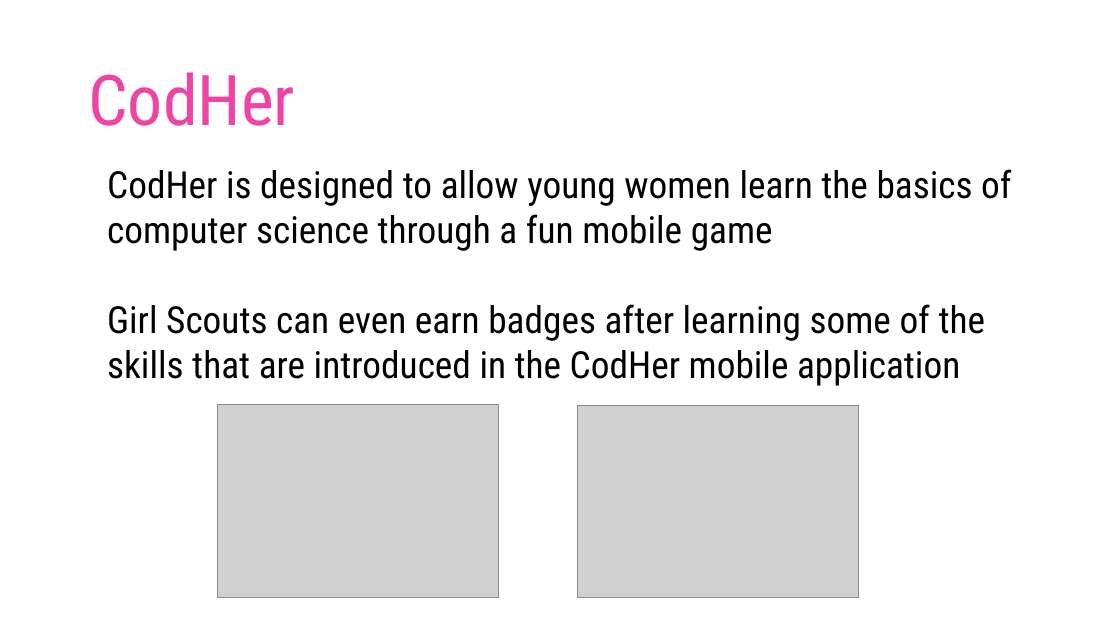
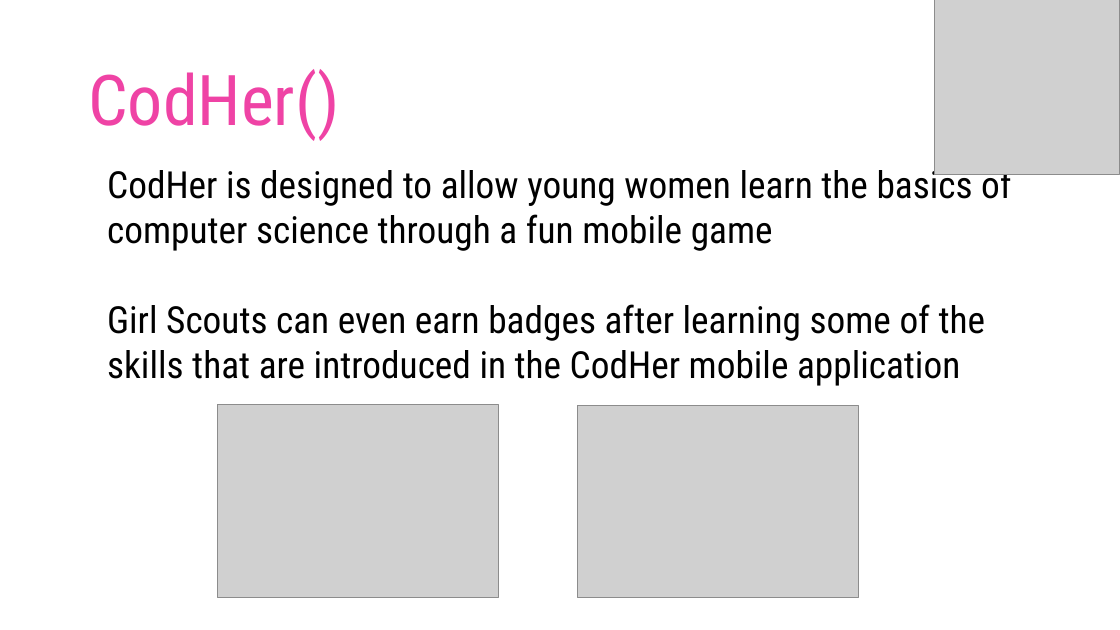
Before and after one commit to dashn98/SheInnovates19, a slide deck: slide 3 of SheInnovates19 Presentation.pptx. Drawn at 1120x630 pixels with LibreOffice and Linux fonts; fonts in the diff are those of the drawing; grey boxes stand for pictures; background and template pictures are left out. Boxes give left, top, right and bottom in pixels: in the first picture for what was removed or moved away, otherwise in the second. Text is boxed around its words. In the diff, an @@ line names an element or a change of style, - is before the commit and + after.

```diff
--- a/SheInnovates19 Presentation.pptx
+++ b/SheInnovates19 Presentation.pptx
@@ picture added at box(935, 0, 1120, 174) @@
@@ text at box(88, 69, 339, 141): text changed @@
-CodHer
+CodHer()
```
Also in this commit, not shown: 5 other slides changed.
^^^^
Find how many lines above include "commit"; reply with the number only.

2